Morphology in Hybrid Oxide/Polymer Core-Shell Nanowire Photovoltaics

We use first principles theory (DFT) to gain insight into the Poly(3-hexylthiophene) (P3HT)-ZnO nanowire binding morphologywhere the P3HT is bound to ZnO via SiO$_3$ linkers [1]: understanding the experimentally realized morphology is the first step in trying to predict and enhance electronic energy alignments conducive to photovoltaic operation. For large diameter ZnO nanowires, the morphology is that of P3HT bound to the ($10\overline{1}0$) surface of ZnO. The existence of a lattice mismatch of the ZnO surface and the polymer backbone creates a competition between linker binding and strain energy. We solve this realization of the classic Frenkel-Kontorova model based on ab initio parameters to obtain the lowest energy binding morphology on the surface.
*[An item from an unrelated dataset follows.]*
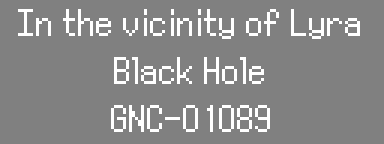
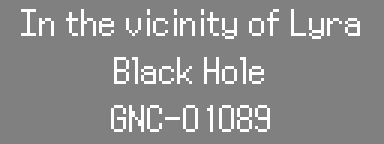
Layered file, before and after one edit (384 × 144). Changes by layer:
added layer "render1.png #4" above "render1.png #5" over [24, 9, 279, 39]
hid "render1.png #3" over [18, 9, 279, 39]

For small ZnO nanwire diameters, curvature effects become important: the P3HT polymer must bend around the nanowire, and the reduction of linker spacing due to curvature enlarges the lattice mismatch for helical wrappings. We use DFT to estimate these curvature energies, and we predict a morphology change from helical wrapping to linear alignment with the nanowire axis at a diameter close to 25 nm. [1] S. Zhang, Adv. Mater. (in press, 2011).